East Palestine residents protest settlement with railroad

By Tony Lane
October 14, 2024

EAST PALESTINE, Ohio — “We got railroaded on Wednesday,” Chris Albright, representing Justice for East Palestine Residents and Workers, told a meeting of 30 people here Sept. 28, referring to the decision by Judge Benita Pearson to approve the $600 million settlement between some 55,000 class-action plaintiffs and Norfolk Southern rail bosses in a Youngstown courtroom.

“We’re still fighting,” Albright added. “It’s not over yet.” He condemned Pearson for denying their affidavits urging the court to get more information on the chemical contamination from the February 2023 train derailment, subsequent fire and burn-off of toxic chemicals.

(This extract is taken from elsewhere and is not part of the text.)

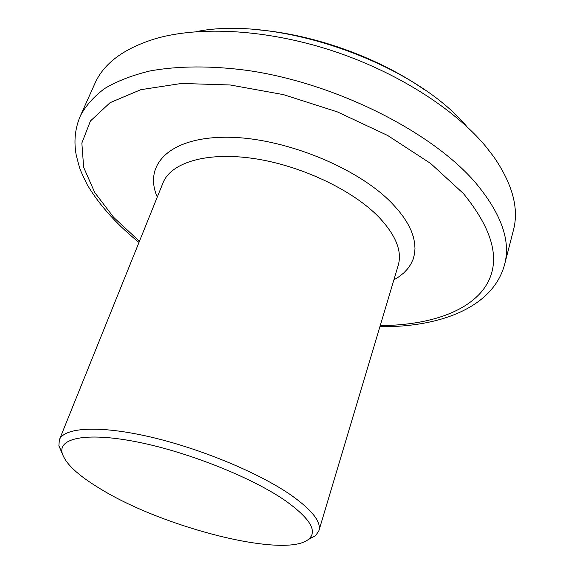 <?xml version="1.0" encoding="UTF-8"?>
<svg xmlns="http://www.w3.org/2000/svg" width="574" height="574" viewBox="0 0 574 574"><rect width="100%" height="100%" fill="white"/><g stroke="black" fill="none" stroke-linecap="round" stroke-linejoin="round"><path stroke-width="0.86" d="M285.091 500.492C252.101 477.712 189.334 452.542 139.016 442.324C88.561 432.014 58.907 437.517 62.028 452.513C64.762 463.046 77.59 475.186 100.515 488.94C163.906 527.965 286.534 559.212 308.927 538.979C317.723 530.964 309.781 518.135 285.091 500.492M62.265 453.575L58.878 445.826L59.352 439.849C64.037 427.408 99.094 425.112 149.821 436.836C200.462 448.502 259.419 473.062 291.283 495.283C312.22 510.193 321.426 522.01 318.914 530.742L315.557 535.714L308.073 539.66M485.755 146.435C454.335 108.68 396.297 71.657 331.578 50.505C266.831 29.446 200.52 25.837 156.071 38.487C124.192 48.173 103.779 63.219 94.846 83.617L80.389 115.826C85.756 105.695 93.856 96.583 104.69 88.496C117.096 81.128 132.099 75.302 149.699 71.011C177.789 65.816 211.627 65.529 248.693 70.602C336.737 83.625 432.272 132.113 475.645 182.869C501.274 213.65 510.932 240.822 504.625 264.384L513.421 230.203C519.169 208.685 512.604 184.189 493.726 156.731L485.755 146.435M318.914 530.742L398.22 265.288C402.345 251.082 395.723 234.852 378.352 216.592C351.848 189.542 299.908 165.14 253.048 158.417C206.116 151.644 170.858 162.722 162.987 182.912L59.352 439.849M157.29 197.04C143.278 165.355 168.727 137.408 225.503 137.243C282.042 136.791 358.162 167.436 392.609 203.949L398.614 210.651L403.709 217.331L407.863 223.939L411.07 230.425L413.323 236.739L414.629 242.831L415.002 248.671L414.464 254.225L413.036 259.448L410.754 264.32L407.648 268.819L403.773 272.923L399.16 276.618L393.857 279.882M380.196 325.609C425.183 325.322 463.763 313.82 482.547 290.509C502.049 265.461 495.678 233.144 463.426 193.56L430.651 163.475L387.687 135.493L337.354 111.887L283.434 94.617L230.16 84.974L181.528 83.452L140.788 89.688L110.086 102.674L90.434 120.985L81.852 143.048L83.66 167.343L94.724 192.505L113.709 217.41L139.439 241.295M466.849 126.581C413.818 62.774 277.142 14.91 195.892 31.699M62.028 452.513L58.878 445.826M80.389 115.826C75.022 128.318 73.644 141.491 76.27 155.353L79.384 167.127C80.231 169.99 82.828 175.823 87.183 184.627C98.907 204.394 115.517 223.121 137.021 240.807L139.001 242.379M252.251 29.382C309.895 33.012 376.931 56.489 424.251 89.616M379.866 326.728C441.435 327.352 493.453 306.724 504.625 264.384M308.927 538.979L315.557 535.714"/></g></svg>
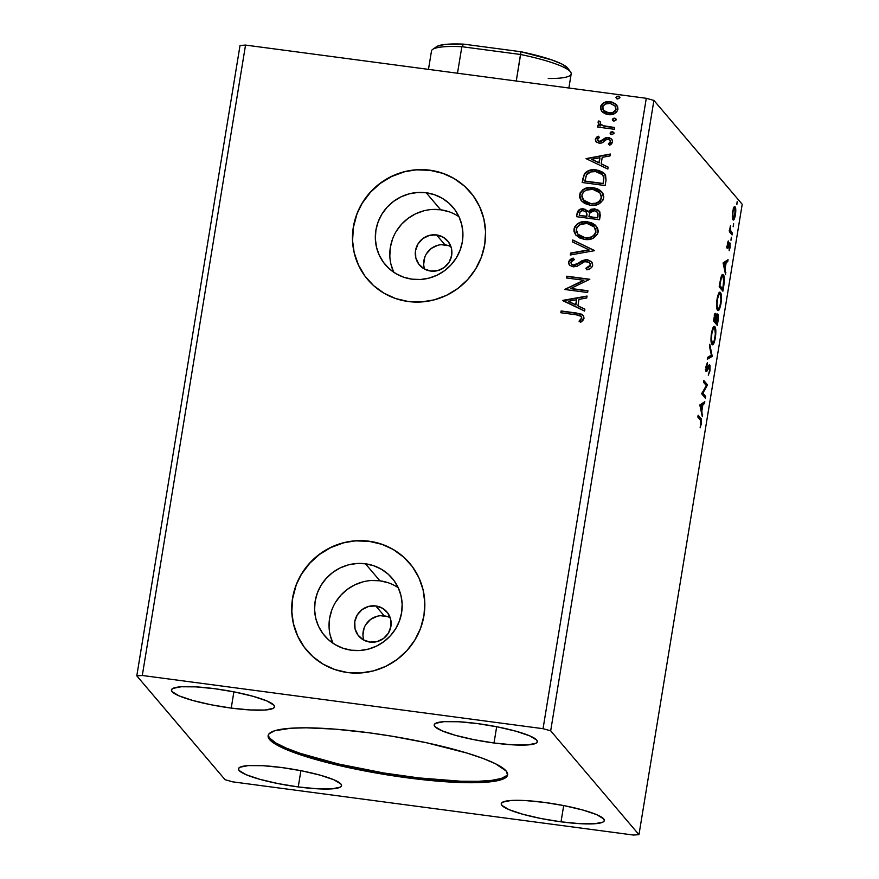 <?xml version="1.0" encoding="UTF-8"?>
<svg xmlns="http://www.w3.org/2000/svg" width="879" height="879" viewBox="0 0 879 879"><rect width="100%" height="100%" fill="white"/><g stroke="black" fill="none" stroke-linecap="round" stroke-linejoin="round"><path stroke-width="1.32" d="M268.315 735.009A121.346 19.47 -170.7 0 0 407.241 776.476L407.032 777.794A121.346 19.47 9.3 0 1 268.128 735.657A121.346 19.47 9.3 0 1 368.74 732.745L392.177 736.239L426.744 742.799L467.145 753.116L483.153 758.5L495.492 763.752L506.139 770.971L507.601 775.058L506.601 776.827L501.195 779.728L485.043 782.299L460.519 782.53L429.732 780.42L407.032 777.794L371.883 772.267L338.107 765.268L308.617 757.423L285.961 749.38L272.072 741.854L268.326 737.437L268.172 735.47L269.161 733.701L274.567 730.801L290.729 728.241L306.266 727.812L335.24 729.152L368.74 732.745A121.346 19.47 9.3 0 1 507.633 774.871A121.346 19.47 9.3 0 1 407.032 777.794L407.241 776.476A121.346 19.47 -170.7 0 0 507.677 774.212M450.971 246.735A18.536 17.976 -40.4 0 0 444.961 244.823L436.555 234.935A18.536 17.976 139.6 0 1 447.719 240.989A18.536 17.976 139.6 0 1 449.466 261.59A18.536 17.976 139.6 0 1 430.644 271.051L423.953 268.765L418.734 264.074L415.778 257.69L415.536 250.592L418.041 243.868L422.909 238.528L429.413 235.396L436.555 234.935L443.247 237.231L448.466 241.923L451.421 248.307L451.663 255.393L449.158 262.118L444.28 267.458L437.775 270.6L430.644 271.051A18.536 17.976 139.6 0 1 419.47 265.008A18.536 17.976 139.6 0 1 417.723 244.395A18.536 17.976 139.6 0 1 436.555 234.935L444.961 244.823A18.536 17.976 -40.4 0 0 424.623 269.139M390.221 617.761A18.536 17.976 -40.4 0 0 384.2 615.838L375.794 605.95A18.536 17.976 139.6 0 1 386.969 612.004A18.536 17.976 139.6 0 1 388.716 632.605A18.536 17.976 139.6 0 1 369.883 642.066L363.192 639.78L357.973 635.088L355.017 628.705L354.775 621.618L357.281 614.882L362.159 609.543L368.664 606.411L375.794 605.95L382.486 608.246L387.705 612.938L390.661 619.321L390.913 626.408L388.397 633.144L383.53 638.473L377.025 641.615L369.883 642.066A18.536 17.976 139.6 0 1 358.72 636.022A18.536 17.976 139.6 0 1 356.973 615.41A18.536 17.976 139.6 0 1 375.794 605.95L384.2 615.838A18.536 17.976 -40.4 0 0 363.873 640.154M398.253 587.754A44.357 43.027 -40.4 0 0 379.915 580.799L365.455 563.791A44.357 43.027 139.6 0 1 392.177 578.261A44.357 43.027 139.6 0 1 396.352 627.573A44.357 43.027 139.6 0 1 351.303 650.207L343.008 648.252L335.295 644.714L328.471 639.736L322.802 633.484L318.506 626.233L315.726 618.223L314.594 609.795L315.143 601.258L317.363 592.94L321.143 585.161L326.362 578.217L332.811 572.383L340.239 567.878L348.37 564.878L356.885 563.494L365.455 563.791L373.751 565.735L381.453 569.273L388.276 574.251L393.946 580.503L398.253 587.765L401.022 595.764L402.153 604.192L401.604 612.729L399.396 621.057L395.605 628.837L390.386 635.77L383.936 641.604L376.509 646.109L368.378 649.109L359.874 650.493L351.303 650.207A44.357 43.027 139.6 0 1 324.582 635.726A44.357 43.027 139.6 0 1 320.406 586.414A44.357 43.027 139.6 0 1 365.455 563.791L379.915 580.799A44.357 43.027 -40.4 0 0 338.052 598.588A44.357 43.027 -40.4 0 0 332.965 643.252L330.196 635.242M459.003 216.739A44.357 43.027 -40.4 0 0 440.676 209.784L426.205 192.765A44.357 43.027 139.6 0 1 452.927 207.246A44.357 43.027 139.6 0 1 457.102 256.558A44.357 43.027 139.6 0 1 412.053 279.181L403.758 277.237L396.055 273.699L389.232 268.721L383.563 262.469L379.256 255.207L376.487 247.208L375.355 238.78L375.904 230.243L378.113 221.915L381.904 214.135L387.123 207.202L393.572 201.368L401 196.863L409.131 193.863L417.635 192.479L426.205 192.765L434.501 194.72L442.214 198.258L449.026 203.236L454.707 209.488L459.003 216.739L461.772 224.749L462.914 233.177L462.365 241.714L460.146 250.032L456.366 257.811L451.147 264.755L444.697 270.589L437.27 275.094L429.139 278.094L420.623 279.478L412.053 279.181A44.357 43.027 139.6 0 1 385.332 264.711A44.357 43.027 139.6 0 1 381.156 215.399A44.357 43.027 139.6 0 1 426.205 192.765L440.676 209.784A44.357 43.027 -40.4 0 0 398.813 227.562A44.357 43.027 -40.4 0 0 393.726 272.237L390.957 264.227M470.584 192.424A67.419 65.387 -40.4 0 0 470.496 192.314A67.419 65.387 -40.4 0 0 429.886 170.306L429.776 170.185A67.419 65.387 139.6 0 1 470.386 192.193A67.419 65.387 139.6 0 1 476.737 267.117A67.419 65.387 139.6 0 1 408.274 301.519L421.294 301.958L434.226 299.86L446.587 295.3L457.871 288.455L467.672 279.588L475.605 269.04L481.362 257.217L484.725 244.571L485.56 231.595L483.835 218.783L479.626 206.62L473.078 195.588L464.464 186.095L454.102 178.525L442.39 173.152L429.776 170.185L416.756 169.746L403.824 171.844L391.463 176.404L380.178 183.25L370.378 192.116L362.445 202.664L356.687 214.487L353.325 227.134L352.49 240.11L354.215 252.921L358.423 265.084L364.972 276.116L373.586 285.609L383.947 293.179L395.66 298.552L408.274 301.519A67.419 65.387 139.6 0 1 367.664 279.511A67.419 65.387 139.6 0 1 361.313 204.587A67.419 65.387 139.6 0 1 429.776 170.185L429.886 170.306A67.419 65.387 -40.4 0 0 361.423 204.708A67.419 65.387 -40.4 0 0 367.763 279.643A67.419 65.387 -40.4 0 0 367.883 279.775M409.834 563.439A67.419 65.387 -40.4 0 0 409.735 563.329A67.419 65.387 -40.4 0 0 369.125 541.332L369.026 541.2A67.419 65.387 139.6 0 1 409.636 563.208A67.419 65.387 139.6 0 1 415.976 638.143A67.419 65.387 139.6 0 1 347.513 672.534L360.544 672.973L373.476 670.875L385.826 666.315L397.121 659.47L406.922 650.603L414.844 640.055L420.601 628.232L423.964 615.586L424.799 602.609L423.085 589.798L418.865 577.635L412.328 566.603L403.714 557.11L393.342 549.54L381.629 544.167L369.026 541.2L355.995 540.761L343.063 542.859L330.713 547.419L319.418 554.264L309.617 563.131L301.684 573.679L295.937 585.502L292.575 598.149L291.74 611.125L293.454 623.936L297.673 636.099L304.211 647.131L312.825 656.624L323.197 664.194L334.91 669.567L347.513 672.534A67.419 65.387 139.6 0 1 306.903 650.537A67.419 65.387 139.6 0 1 300.552 575.602A67.419 65.387 139.6 0 1 369.026 541.2L369.125 541.332A67.419 65.387 -40.4 0 0 300.662 575.723A67.419 65.387 -40.4 0 0 307.013 650.658A67.419 65.387 -40.4 0 0 307.123 650.79M298.245 786.936L300.904 770.674L298.245 786.936L278.127 783.607L259.821 779.31L246.109 774.707L239.088 770.476L238.451 768.718L239.802 767.279L248.164 765.598L262.898 765.686L281.752 767.543A52.246 8.383 9.3 0 1 341.557 785.683A52.246 8.383 9.3 0 1 298.245 786.936A52.246 8.383 9.3 0 1 238.44 768.795A52.246 8.383 9.3 0 1 281.752 767.543L301.871 770.861L320.176 775.157L333.877 779.772L340.909 784.002L341.546 785.76L340.195 787.188L331.833 788.87L317.099 788.782L298.245 786.936M561.022 821.821L563.692 805.571L561.022 821.821L540.915 818.503L522.609 814.207L508.897 809.592L501.865 805.362L501.239 803.604L502.59 802.175L510.952 800.494L525.686 800.582L544.54 802.428A52.246 8.383 9.3 0 1 604.345 820.568A52.246 8.383 9.3 0 1 561.022 821.821A52.246 8.383 9.3 0 1 501.228 803.681A52.246 8.383 9.3 0 1 544.54 802.428L564.648 805.757L582.953 810.053L596.665 814.657L603.697 818.887L604.323 820.645L602.972 822.085L594.611 823.766L579.887 823.678L561.022 821.821M494.009 742.997L496.679 726.735L494.009 742.997L473.902 739.668L455.597 735.371L441.884 730.757L434.852 726.537L434.226 724.768L435.577 723.34L443.939 721.659L458.673 721.747L477.528 723.593A52.246 8.383 9.3 0 1 537.333 741.733A52.246 8.383 9.3 0 1 494.009 742.997A52.246 8.383 9.3 0 1 434.215 724.856A52.246 8.383 9.3 0 1 477.528 723.593L497.635 726.922L515.94 731.218L529.652 735.833L536.684 740.052L537.311 741.821L535.959 743.249L527.598 744.931L512.875 744.843L494.009 742.997M231.232 708.1L233.891 691.839L231.232 708.1L211.114 704.782L192.809 700.486L179.096 695.871L172.075 691.641L171.438 689.883L172.789 688.444L181.151 686.763L195.885 686.862L214.74 688.707A52.246 8.383 9.3 0 1 274.545 706.848A52.246 8.383 9.3 0 1 231.232 708.1A52.246 8.383 9.3 0 1 171.427 689.96A52.246 8.383 9.3 0 1 214.74 688.707L234.858 692.037L253.163 696.333L266.864 700.937L273.896 705.167L274.534 706.925L273.182 708.364L264.821 710.045L250.086 709.946L231.232 708.1M742.206 204.269L638.967 834.676L550.683 730.812L653.91 100.415L742.206 204.269L653.91 100.415L646.285 98.294L543.046 728.691L142.299 675.479L245.538 45.082L646.285 98.294L245.538 45.082L240.033 45.466L136.794 675.863L225.09 779.717L232.715 781.849L633.462 835.05L638.967 834.676L550.683 730.812L543.046 728.691L142.299 675.479L136.794 675.863L225.09 779.717L232.715 781.849L633.462 835.05L638.967 834.676L742.206 204.269M705.661 396.396L702.892 393.133L707.551 384.903L703.826 380.519L703.541 382.288L706.309 385.551L701.651 393.781L705.376 398.165L705.661 396.396L704.354 396.22L704.255 396.836L704.354 396.22L705.661 396.396L702.892 393.133L707.551 384.903L703.826 380.519L703.541 382.288L706.309 385.551L701.651 393.781L705.376 398.165L705.661 396.396M712.232 356.325L709.76 344.282L709.441 346.205L711.353 355.116L707.617 357.379L707.298 359.302L712.232 356.325L710.913 356.149L707.474 358.225L710.913 356.149L712.232 356.325L709.76 344.282L709.441 346.205L711.353 355.116L707.617 357.379L707.298 359.302L712.232 356.325M717.879 314.122L715.924 316.572L715.891 313.539C715.297 312.88 714.704 314.286 714.1 317.748L713.572 321L717.297 325.384L718.385 317.495L717.802 314.045L716.33 316.627L716.099 313.924L715.253 313.627L713.572 321L717.297 325.384L718.044 320.791C718.55 317.088 718.495 314.869 717.879 314.122L717.649 313.979M723.395 274.918L722.263 274.775L723.395 274.918C722.67 273.754 721.802 274.797 720.769 278.028L719.165 286.818L722.89 291.202L724.373 279.072L723.846 275.731L722.593 274.578L720.769 278.028L719.165 286.818L722.89 291.202L723.769 285.862C724.637 279.566 724.516 275.918 723.395 274.918L722.835 274.567M732.976 219.772C733.745 220.728 734.558 219.113 735.437 214.937L735.437 214.937C735.987 210.378 735.877 207.675 735.097 206.807L733.855 207.389L732.625 211.619L732.537 218.783L733.229 219.97L734.163 219.278L735.558 214.179L735.514 207.752L734.833 206.609L733.855 207.389L732.416 213.081L732.295 216.926L733.328 219.992M732.108 234.924L732.394 233.155L730.46 230.199L730.449 225.584L729.383 231.715L732.108 234.924L732.394 233.155L730.592 230.705L730.449 225.584L729.383 231.715L732.108 234.924M727.34 243.912L727.614 248.219L729.779 244.988L729.13 250.746L730.163 243.428L729.405 242.978L727.768 246.34L728.284 240.956L727.34 243.912L727.493 248.12L729.647 244.681L729.13 250.746L730.097 247.548L729.922 242.89L727.768 246.34L728.284 240.956L727.34 243.912M700.321 419.975L701.002 421.876L700.124 427.82L701.398 419.679L698.135 415.295L697.838 417.064L700.321 419.975L700.882 423.557L700.124 427.82L701.266 423.986C701.64 420.25 701.442 418.338 700.651 418.25L698.135 415.295L697.838 417.064L700.321 419.975M723.076 262.953L725.593 274.698L725.098 269.007L726.164 262.557L727.735 261.601L728.054 259.668L723.076 262.953L725.593 274.698L725.098 269.007L726.164 262.557L727.735 261.601L728.054 259.668L723.076 262.953M730.932 240.209L731.35 237.22L731.009 240.253M736.767 204.554L737.195 201.566L736.844 204.609M733.152 226.661L733.635 223.705L733.229 226.705M717.572 310.243C718.615 311.573 719.747 309.375 720.967 303.662L720.967 303.662C721.703 297.388 721.527 293.685 720.45 292.542L719.418 292.41L720.45 292.542C719.396 291.169 718.253 293.377 717.033 299.19C716.308 305.442 716.495 309.122 717.572 310.243L719.198 309.606L720.967 303.662L721.384 296.157L720.275 292.377L719.418 292.399L718.341 294.124L716.868 300.244L716.704 307.441L718.066 310.562M711.979 344.425C713.023 345.755 714.155 343.557 715.374 337.844L715.374 337.844C716.11 331.57 715.935 327.867 714.858 326.724L713.814 326.592L714.858 326.724C713.803 325.351 712.66 327.559 711.43 333.372C710.715 339.624 710.891 343.304 711.979 344.425L713.144 344.403L714.067 342.832L715.528 336.8L715.792 330.328L714.495 326.439L712.737 328.306L711.155 335.47L711.111 341.623L712.473 344.733M709.727 364.972L706.518 369.63L705.815 369.532L706.518 369.63L705.98 366.697L707.397 362.587L706.046 366.279L706.244 371.41L708.968 366.884L708.155 366.774L709.43 366.73L709.54 370.685L708.276 375.212L709.935 371.004L710.023 365.675L709.111 365.038L706.518 369.63L707.397 362.587L705.892 367.367L706.573 371.531L709.551 366.95L709.54 370.685L708.276 375.212L709.935 371.004L709.507 364.84M699.816 404.977L702.332 416.723L701.849 411.031L702.903 404.582L704.486 403.626L704.793 401.692L699.816 404.977L702.332 416.723L701.849 411.031L702.903 404.582L704.486 403.626L704.793 401.692L699.816 404.977M602.544 112.105L605.17 113.798L609.729 114.72L614.179 113.787L616.673 112.018L617.937 109.271L617.596 106.326L613.256 102.414L609.554 101.568L605.587 101.975L602.829 103.326L600.961 105.568L600.5 108.414L601.577 111.051L608.224 114.611C612.982 115.292 616.223 113.512 617.937 109.271L616.673 104.865L610.345 101.645L604.093 102.568L600.544 106.963L601.84 111.391M614.355 129.279L614.652 127.51L603.28 125.719L600.357 123.84L600.5 121.972L598.852 120.895L598.159 121.796L598.368 123.741L600.313 125.609L597.841 125.279L597.555 127.048L614.355 129.279L614.652 127.51L603.28 125.719L600.577 124.126L600.5 121.972L598.852 120.895L598.05 122.159L598.775 124.302L600.313 125.609L597.841 125.279L597.555 127.048L614.355 129.279M595.259 139.256L596.303 142.013L599.786 143.266L602.533 142.651L606.477 139.497L609.07 139.552L610.52 141.321L608.334 144.002L609.718 145.222L611.597 143.914L612.597 141.882L611.927 139.376L609.191 137.673L605.653 137.75L599.72 141.453L597.324 139.816L599.478 137.388L598.203 136.168L596.369 137.399L595.468 139.508L598.412 136.41L595.259 139.256L595.94 141.64L599.115 143.211L601.796 142.98L606.477 139.497L608.147 139.289L610.059 140.299L610.498 141.805L608.334 144.002L609.718 145.222L612.597 141.882L611.839 139.278L608.345 137.509L605.653 137.75L600.906 141.211L599.313 141.431L597.676 140.563L597.335 139.42L599.478 137.388L598.203 136.168L599.445 137.41L598.412 136.41L595.259 139.256M606.016 180.217L605.598 175.218L602.884 172.284L598.258 170.295L591.732 169.845L588.271 170.691L584.689 173.328L582.151 182.502L605.137 185.557L606.016 180.217L604.697 173.877L596.248 169.922C591.578 169.032 587.644 170.273 584.447 173.657L582.151 182.502L605.137 185.557L606.016 180.217M579.492 209.883L577.294 213.685C578.041 210.213 580.228 208.697 583.865 209.147L583.645 208.894C580.019 208.444 577.833 209.96 577.085 213.432L576.547 216.684L599.544 219.739L599.95 212.224L597.995 210.048L594.654 208.85L590.985 209.257L588.183 211.696L585.007 209.191L580.305 209.18L577.734 211.279L576.547 216.684L599.544 219.739L600.302 215.146L599.269 211.18L594.654 208.85L588.183 211.696L587.831 211.103M594.479 250.68L572.734 239.956L572.427 241.89L588.952 249.79L570.592 253.064L570.273 254.987L594.479 250.68L572.734 239.956L572.427 241.89L588.952 249.79L570.592 253.064L570.273 254.987L594.479 250.68M587.919 290.751L570.812 288.477L589.798 279.258L566.801 276.204L566.515 277.973L583.667 280.247L564.637 289.466L587.622 292.52L587.919 290.751L570.812 288.477L589.798 279.258L566.801 276.204L566.515 277.973L583.667 280.247L564.637 289.466L587.622 292.52L587.919 290.751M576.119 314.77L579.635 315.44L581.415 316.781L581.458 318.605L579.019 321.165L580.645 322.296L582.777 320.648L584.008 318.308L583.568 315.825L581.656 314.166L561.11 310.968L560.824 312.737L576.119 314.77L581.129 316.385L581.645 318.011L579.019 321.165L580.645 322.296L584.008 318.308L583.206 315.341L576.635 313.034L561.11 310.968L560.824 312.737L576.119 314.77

Salem News reported Pearson called the settlement “fair, reasonable, and adequate,” despite affidavits challenging earlier test results.

The Unity Council for the East Palestine Train Derailment held a press conference outside the courthouse, blasting the settlement as a “mere pittance for what these victims need for their health care and evacuation to safer locations,” the newspaper reported.

“Norfolk Southern, the criminal railroad company that caused and exacerbated this disaster and poisoned thousands of citizens,” the group said, “has only provided superficial support, conducted faulty research while attorneys have hidden results of their toxicology study from the residents, and negotiated the fastest settlement agreement in history, one that does not meet the needs of the injured, homeless, and ill residents.”

The Salem News reported that Jami Wallace, president of the Unity Council, shouted “sham” when the judge rendered her decision, prompting Pearson to order police to “put [Wallace] to the pavement.” Wallace told the Militant the judge then said, “Does anyone else want to challenge me?”

Wallace said many people opted into the settlement “not because it was a good deal, but because they thought it was the only chance to sue.”

At the Sept. 28 meeting, Zsuzsa Gyenes from East Palestine told the Pittsburgh Post-Gazette the derailment forced her and her young son out of their home and into hotels for 17 months. She says she has no idea what she’ll end up getting because, like all the class-action members, any reimbursement money already received from Norfolk Southern will be deducted from the court-ordered payment. “That money is being taken away as if we were being paid twice, but that was definitely not the case,” she said.

‘This is far from over’

“Now the railroad and the attorneys can finally ‘go away,’ marking the end of this ordeal for them, just as they’ve wanted all along,” Christina Siceloff told the media. She lives in Darlington, Pennsylvania, with her son Eddie, 6 miles from where the train derailed. “But for those of us who live here, this is far from over.”

“They’re still not giving us answers,” another Darlington resident, Carly Tunno, told the Post-Gazette. “They’re still not admitting to the extent of the contamination. We still don’t have anywhere to go.”

“These are attorneys that were supposed to operate in our best interest,” she added. “They did not do that.”

The Salem News reported the ruling cleared the way for plaintiff attorneys to receive 30% of the settlement for legal fees and expenses, equaling $180 million.

“I was appalled that the judge wouldn’t let me testify in court,” toxicologist George Thompson, who filed one of the affidavits, told the Sept. 28 meeting.

Thompson reviewed what chemicals had been on the train, and said, “It’s not what’s on the train, but what came out in the fire, what happens when these products are burned.”

He also spoke to the massive volume of chemicals caught up in the fire and burn-off, challenging the assumption in the settlement that limited payments to people living within a 20-mile ring around East Palestine. “The contamination was more widespread.”

Residents were exposed to a slew of hazardous chemicals in a single incident, Thompson said. “Nobody has ever studied a fire with the high temperatures seen in East Palestine and the number of chemicals and products involved,” he told the Pittsburgh Union Progress.

The National Transportation Safety Board said that Norfolk Southern bosses didn’t need to carry out that burn-off. But they wanted to get the trains moving first. They put the community and people in 16 different states at risk.

Thompson called for an independent expert to be brought in to reassess air, water and soil test results from Norfolk Southern and the Environmental Protection Agency. The railroad should create a trust fund to compensate people for the fair market value of their home or business if they want to leave the community.